COGS can be a major factor, as moderation can boost margins and profits
Since inflation started to rise, one of the key items to watch on a company’s balance sheet has been the cost of goods sold (COGS), sometimes called cost of sales. This is because if cost of goods sold rises more than sales, so does gross profit margins, which means the company makes less profit on each product sold.
Gross margin is reported as a percentage. To get this percentage, you must first subtract the cost of goods sold from sales to get the gross profit. Gross margin is gross profit divided by sales.

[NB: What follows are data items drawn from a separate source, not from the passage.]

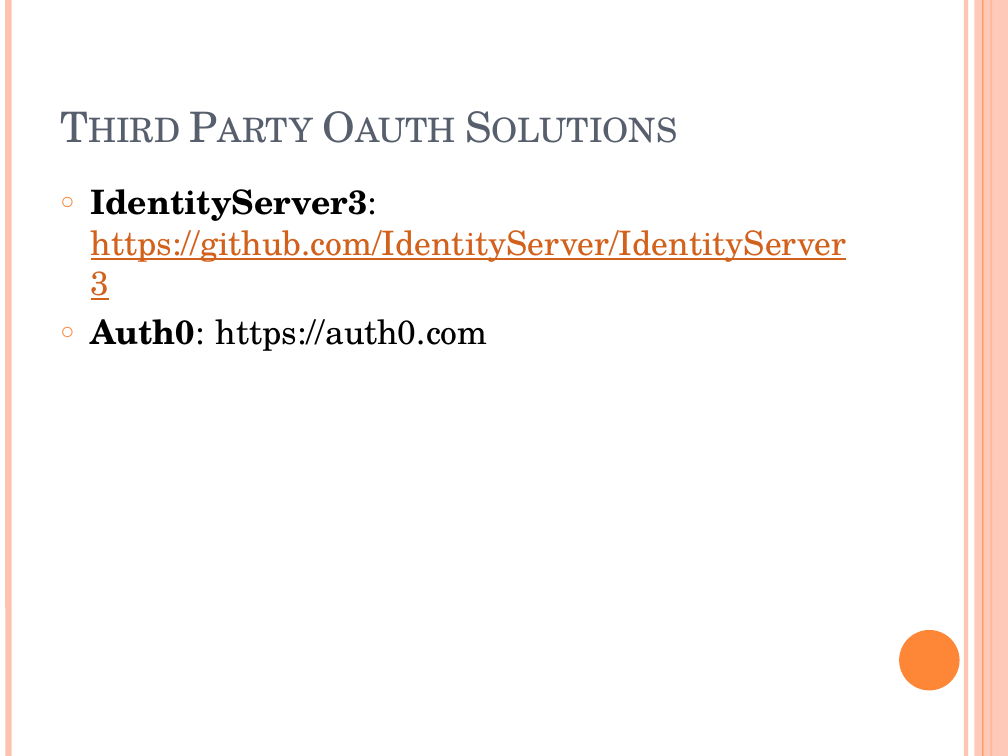
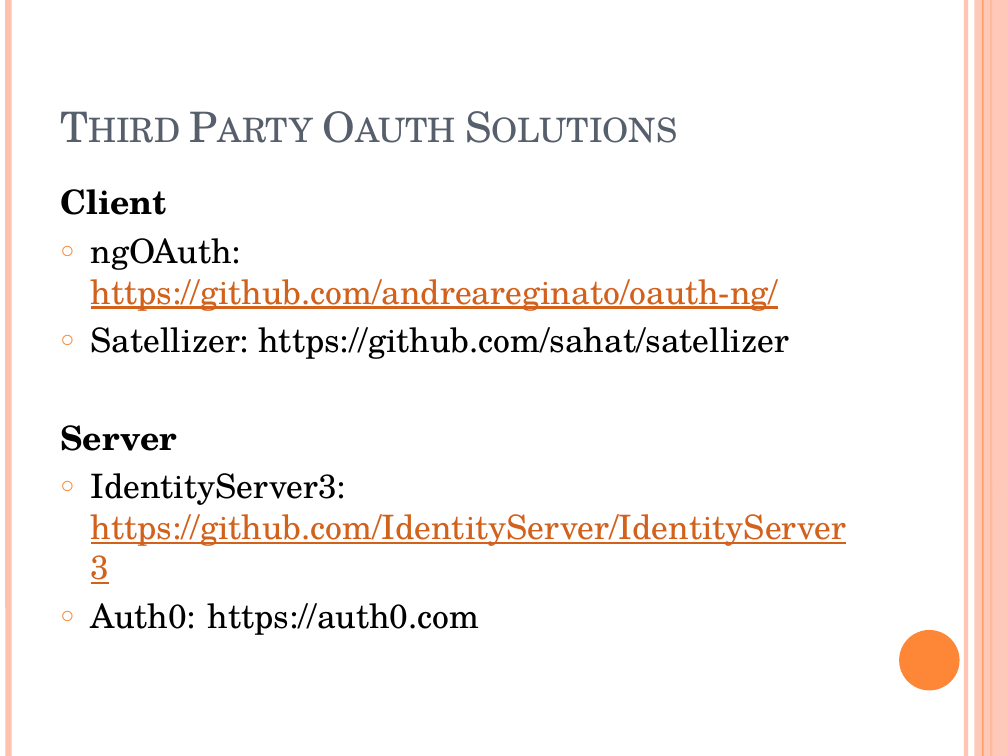
Before and after one commit to szahn/AngularWebApiOAuthDemo, a slide deck: slide 16 of AngularOAuthCodeCamp2015.pptx. Drawn at 1008x756 pixels with LibreOffice and Linux fonts; fonts in the diff are those of the drawing. Boxes give left, top, right and bottom in pixels: in the first picture for what was removed or moved away, otherwise in the second. Text is boxed around its words. In the diff, an @@ line names an element or a change of style, - is before the commit and + after.

```diff
--- a/AngularOAuthCodeCamp2015.pptx
+++ b/AngularOAuthCodeCamp2015.pptx
@@ text at (60, 189, 789, 451): paragraphs added @@
+Client
+○ ngOAuth: https://github.com/andreareginato/oauth-ng/
+○ Satellizer: https://github.com/sahat/satellizer
+Server
@@ text at (91, 473, 847, 635): bold off in "IdentityServer3:", "Auth0:" @@
```
Also in this commit, not shown: 3 other slides changed, 1 slide added, 1 other file.

For ConAgra, cost of goods sold rose just 3.8%, or less than half of the sales growth, to $2.39 billion. Gross margin improved to 27.8% from 24.7%.
The company’s CEO, Sean Connolly, said the relationship between sales and COGS had reached an “important inflection point” to flip the gross margin story to one of recovery from stress.
For Lamb Weston, cost of goods sold increased just 11.7%, well less than half of the sales growth, as gross profit margin expanded to 29.9% from 20.4%.
In a sign that slowing cost of goods sold growth could become a broader trend, is the latest consumer inflation data Prices showed a 0.1% decline in December, while annual inflation fell to 6.5% from 7.1%, far from a 40-year peak of 9.1% last summer.
Even if analysts didn’t cut earnings estimates enough to match How slow the economy might have been At the end of last year, a larger-than-expected decline in COGS inflation could keep the market in favor of the bulls.